Live Imaging of Bone Regeneration

Tracing bone cells in vivo using transgenic lines in adult zebrafish is challenging due to tissue depth and complexity, but is possible in external structures such as fin rays or scales, which are easily accessible and suitable for regeneration studies (198, 230, 231). Indeed, the available panel of transgenic lines expressing fluorescent and photo-switchable reporter genes in bone cells is useful to trace regeneration in vivo (198). This strategy has clarified important biological aspects such as the cellular basis of integumentary bone regeneration. In vivo imaging of the Tg(sp7:EGFP)^b1212 transgenic line during caudal fin regeneration showed the presence of GFP positive cells at the amputation plane starting from 2 days post amputation (dpa) and their association with the formation of newly mineralized matrix by 5 dpa (181). Osteoblast lineage tracing in the Tg(osx:Kaede)^pd64 clarified migration and dedifferentiation of scleroblasts during fin regeneration (196).

However, the slow rates of regeneration require long-term live imaging to capture dynamic cellular events to improve the understanding of development, homeostasis, and regeneration by stem cell populations (232). Thus, to enable up to 24 h of continuous live imaging, specific protocols for long-term anesthesia of adult zebrafish have been optimized (198). Indeed, the transgenic line Tg(osx:H2A-mCherry)^pd310 allowed spatio-temporally distinct cell division, motility, and death dynamic within a founder osteoblast pool to be imaged as bone regenerates (198).

Transgenic Lines as Tool for Drug Screening

Transgenesis is not only used to analyze bone development over time, to assess a mutant phenotype or track cell signaling, but also to evaluate drug screening effects (98, 104).
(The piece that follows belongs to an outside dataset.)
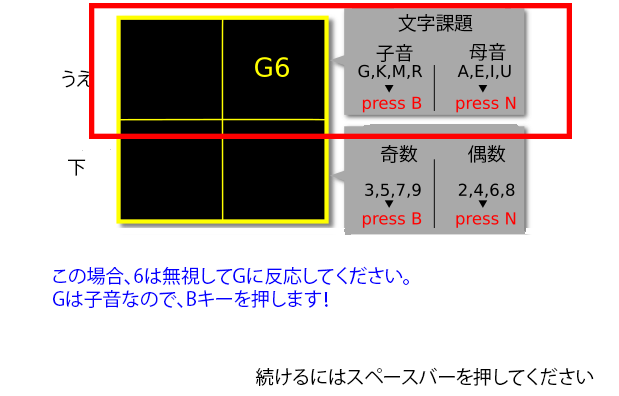
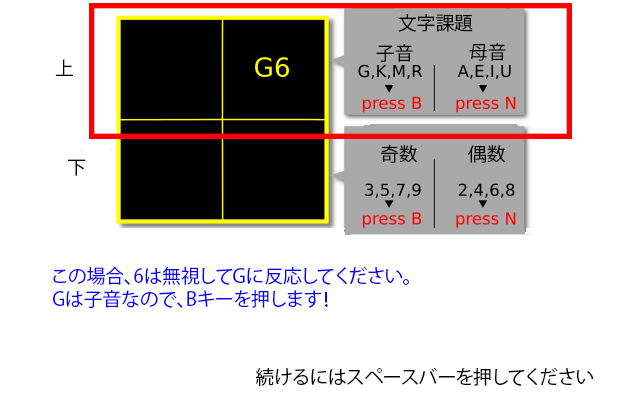
The second w=619, h=396 image is a revision of the first. Changes to its layers:
added layer "Layer 4" above "Layer 2" over box(55, 59, 88, 85)
painted on "Layer 2" over box(62, 70, 89, 88)

Huang and colleagues employed the transgenic line Tg(Ola.sp7:NLS-GFP)^zf132 to test anti-osteoporosis chemical drugs. This line, that expresses GFP under control of osterix/sp7, allowed for a faster in vivo evaluation of drug effects on bone mass and density compared to traditional staining methods. In another study, the osteocalcin/bglap reporter transgenic line Tg(Ola.Bglap:EGFP)^hu4008 was employed to test chlorpropamide effects on the nuclear factor kappa-light-chain-enhancer of activated B cells (NF-kB). The drug negatively regulated osteoblast-like cell dedifferentiation, thus helping to maintain bone forming cells in an active state promoting caudal fin ray regeneration (233).
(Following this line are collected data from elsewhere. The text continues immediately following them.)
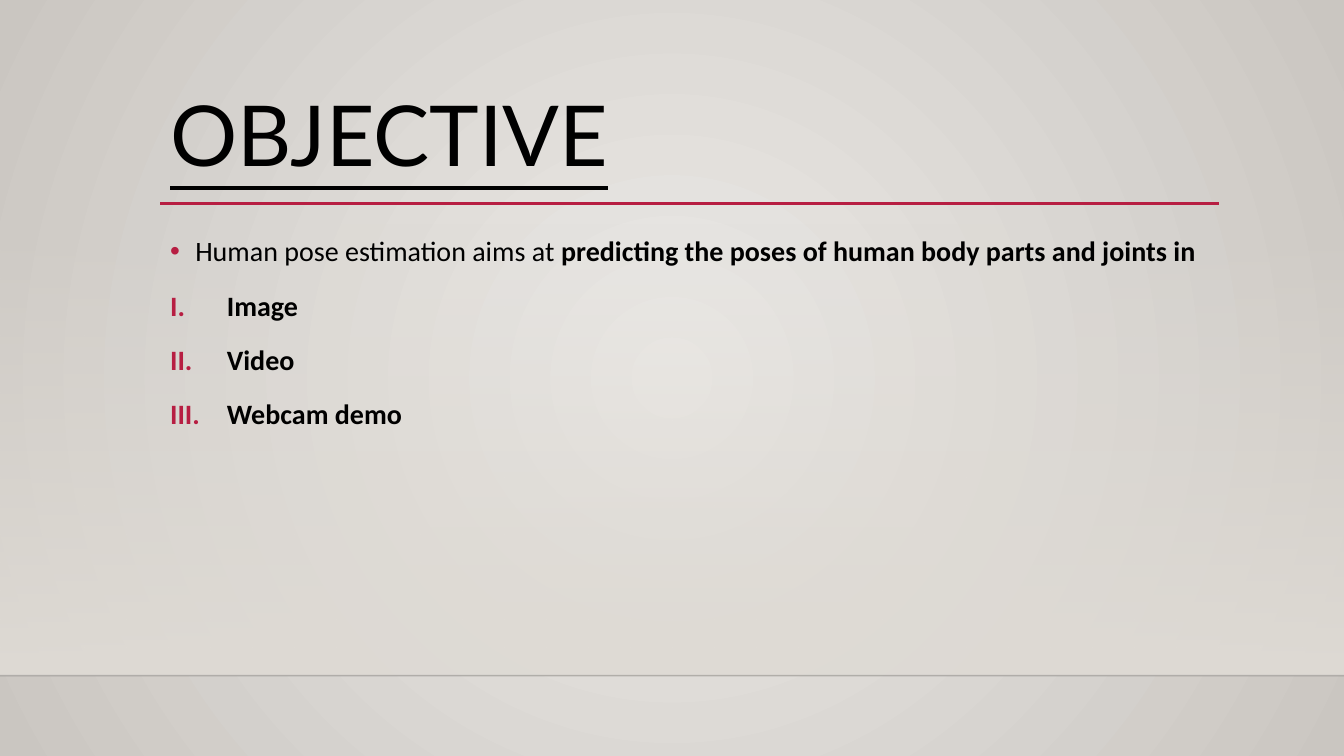
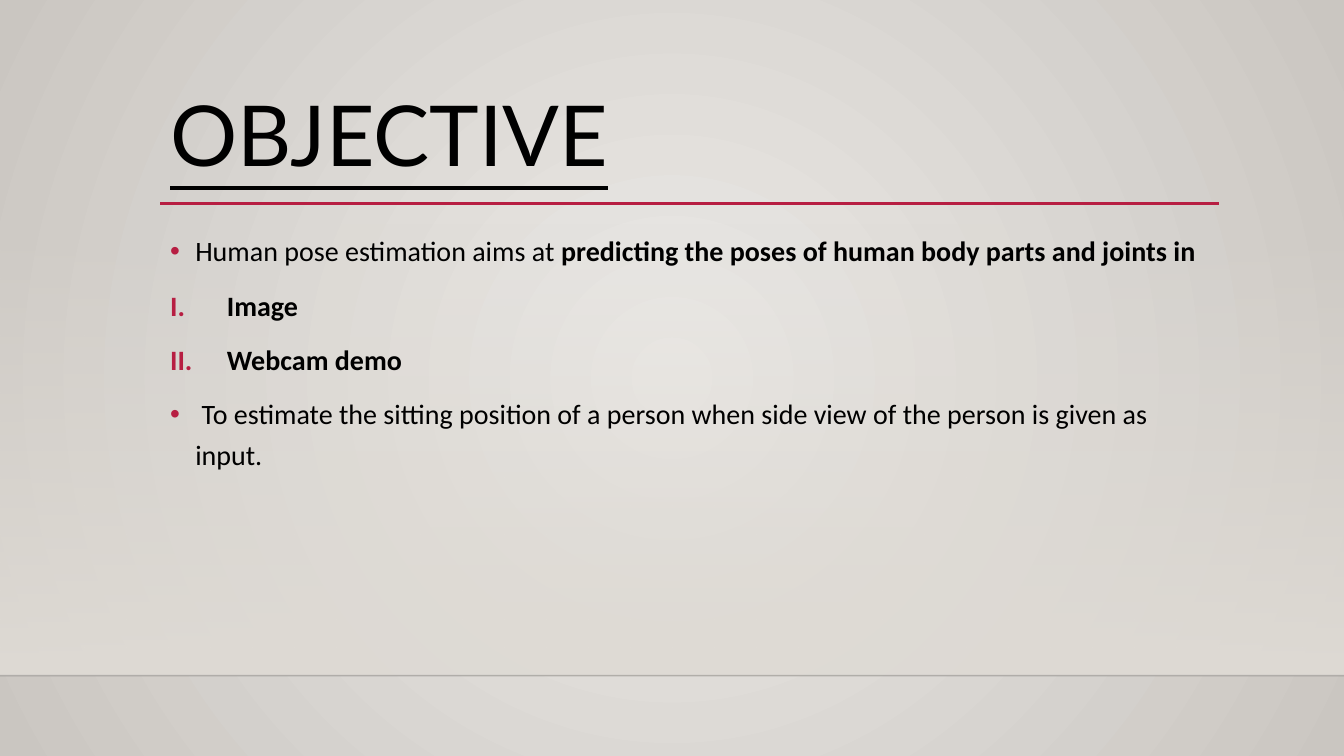
Before and after one commit to AleenaPoulose/main_project, a slide deck: slide 5 of HUMAN POSE ESTIMATION.pptx. Drawn at 1344x756 pixels with LibreOffice and Linux fonts; fonts in the diff are those of the drawing; background and template pictures are left out. Boxes give left, top, right and bottom in pixels: in the first picture for what was removed or moved away, otherwise in the second. Text is boxed around its words. In the diff, an @@ line names an element or a change of style, - is before the commit and + after.

```diff
--- a/HUMAN POSE ESTIMATION.pptx
+++ b/HUMAN POSE ESTIMATION.pptx
@@ text at <box>227,350,295,370</box>: paragraph removed @@
-II. Video
@@ text at <box>195,404,1147,470</box>: paragraph added @@
+• To estimate the sitting position of a person when side view of the person is given as input.
```
Also in this commit, not shown: 3 other slides changed, 4 slides added.

Tips for Transgenic Lines Selection

For the proper selection of transgenic lines there are some aspects that require consideration. First, the choice of the reporter protein is influenced by differences such as color, brightness, toxicity, tissue penetration, subcellular localization, as well as the stability of the fluorescent protein. For instance, in order to study cell signaling dynamics or when performing prolonged cell lineage tracing, the use of long half-life fluorescent proteins is recommended. Furthermore, differences in signal pattern and intensity can be found among transgenic progeny possibly due to multiple insertions in the same founder, thus complicating the analysis (169). This aspect can be ameliorated by diluting the number of transgenic copies through subsequent generations.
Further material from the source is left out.